Return every line of the records below verbatim, with no pictures in the copy.

───── Data shown

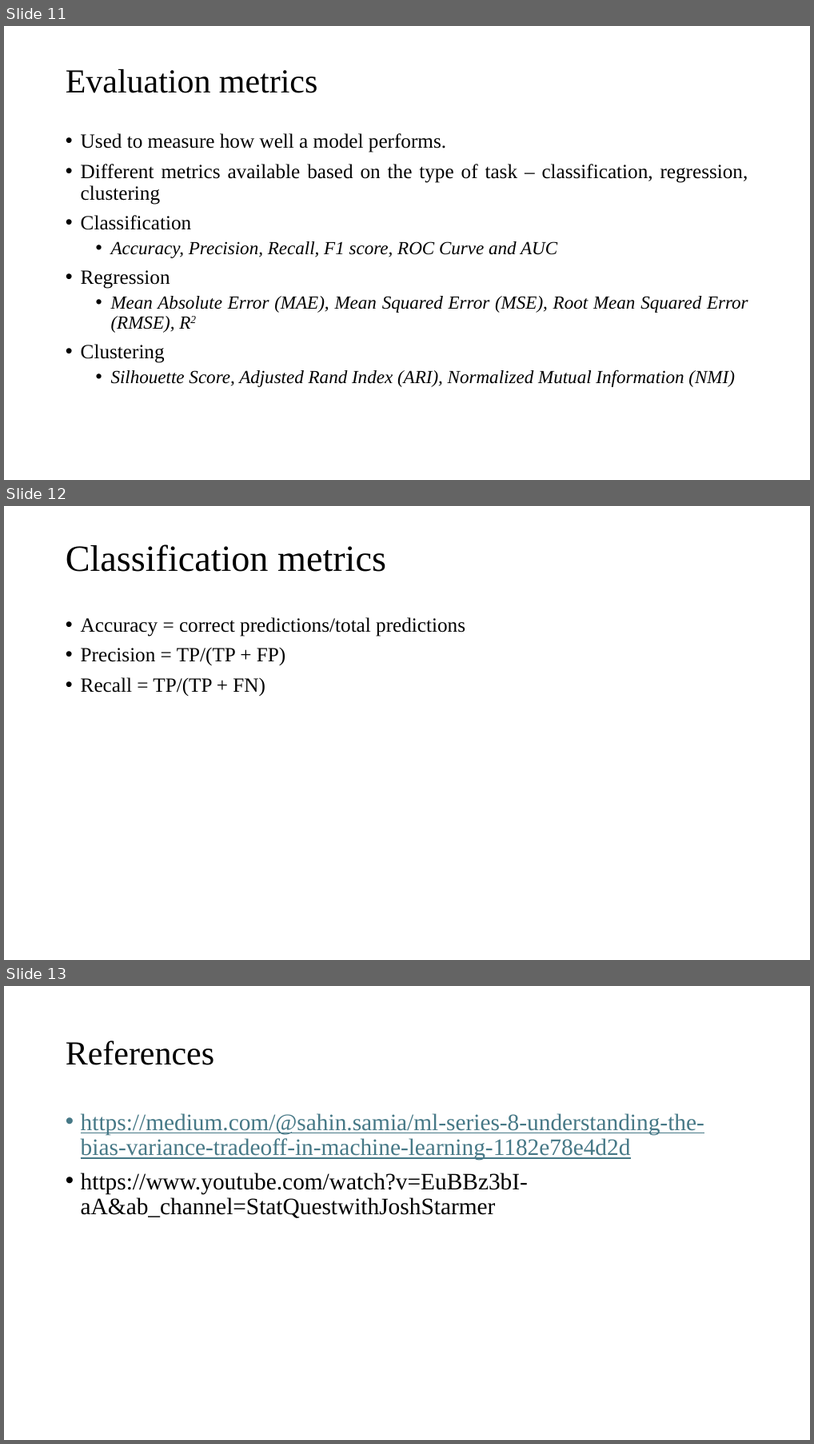
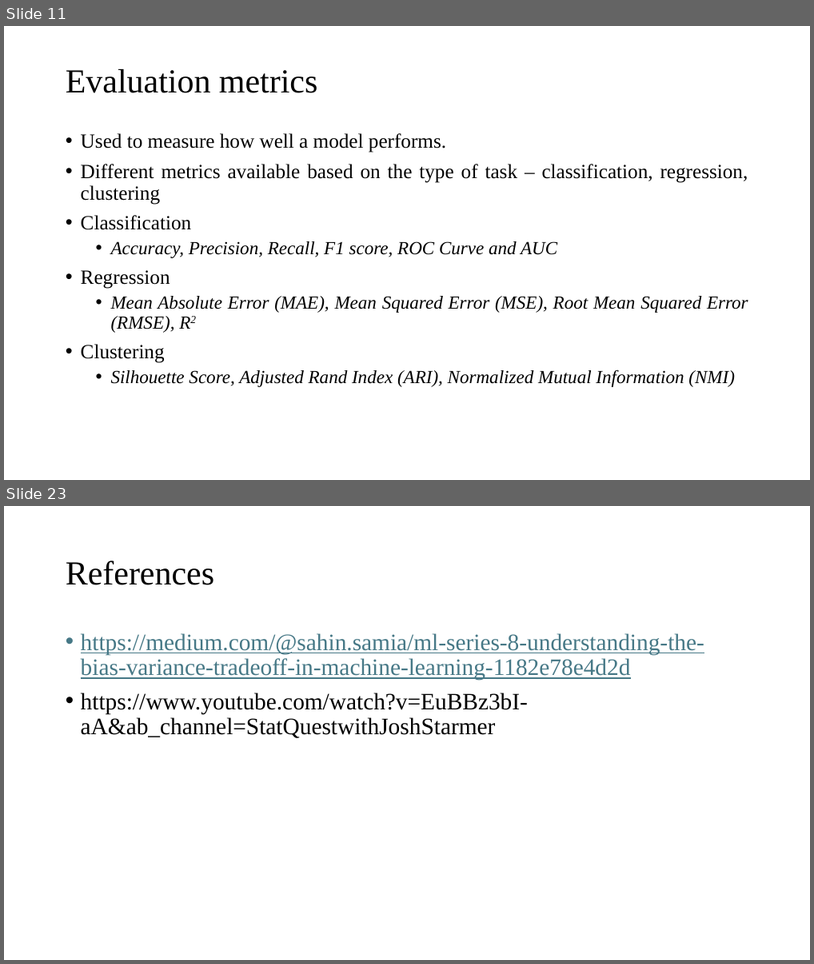
Before and after one commit to gurungdipen/ML_2025, a slide deck: Module 1/Performance evaluation.pptx. Shown one above the other, each under a label of ours: slides 11, 12 and 13 before the commit, slides 11 and 23 after it; the slides between them are not shown. The pictures are 814x1444 and 814x964 pixels, drawn with LibreOffice and Linux fonts; fonts in the diff are those of the drawing. Boxes give left, top, right and bottom in pixels: in the first picture for what was removed or moved away, otherwise in the second. Text is boxed around its words. In the diff, an @@ line names an element or a change of style, - is before the commit and + after.

```diff
--- a/Module 1/Performance evaluation.pptx
+++ b/Module 1/Performance evaluation.pptx
@@ slide 12 removed at box(4, 506, 810, 960), background #FFFFFF @@
@@ title removed at box(66, 544, 386, 572) @@
-Classification metrics
@@ text removed at box(81, 617, 466, 696) @@
-• Accuracy = correct predictions/total predictions
-• Precision = TP/(TP + FP)
-• Recall = TP/(TP + FN)
@@ what was slide 13 is now slide 23 @@
```
Also in this commit, not shown: 11 slides added.

──────────

(Written solution):
Before and after one commit to gurungdipen/ML_2025, a slide deck: Module 1/Performance evaluation.pptx. Shown one above the other, each under a label of ours: slides 11, 12 and 13 before the commit, slides 11 and 23 after it; the slides between them are not shown. The pictures are 814x1444 and 814x964 pixels, drawn with LibreOffice and Linux fonts; fonts in the diff are those of the drawing. Boxes give left, top, right and bottom in pixels: in the first picture for what was removed or moved away, otherwise in the second. Text is boxed around its words. In the diff, an @@ line names an element or a change of style, - is before the commit and + after.

```diff
--- a/Module 1/Performance evaluation.pptx
+++ b/Module 1/Performance evaluation.pptx
@@ slide 12 removed at box(4, 506, 810, 960), background #FFFFFF @@
@@ title removed at box(66, 544, 386, 572) @@
-Classification metrics
@@ text removed at box(81, 617, 466, 696) @@
-• Accuracy = correct predictions/total predictions
-• Precision = TP/(TP + FP)
-• Recall = TP/(TP + FN)
@@ what was slide 13 is now slide 23 @@
```
Also in this commit, not shown: 11 slides added.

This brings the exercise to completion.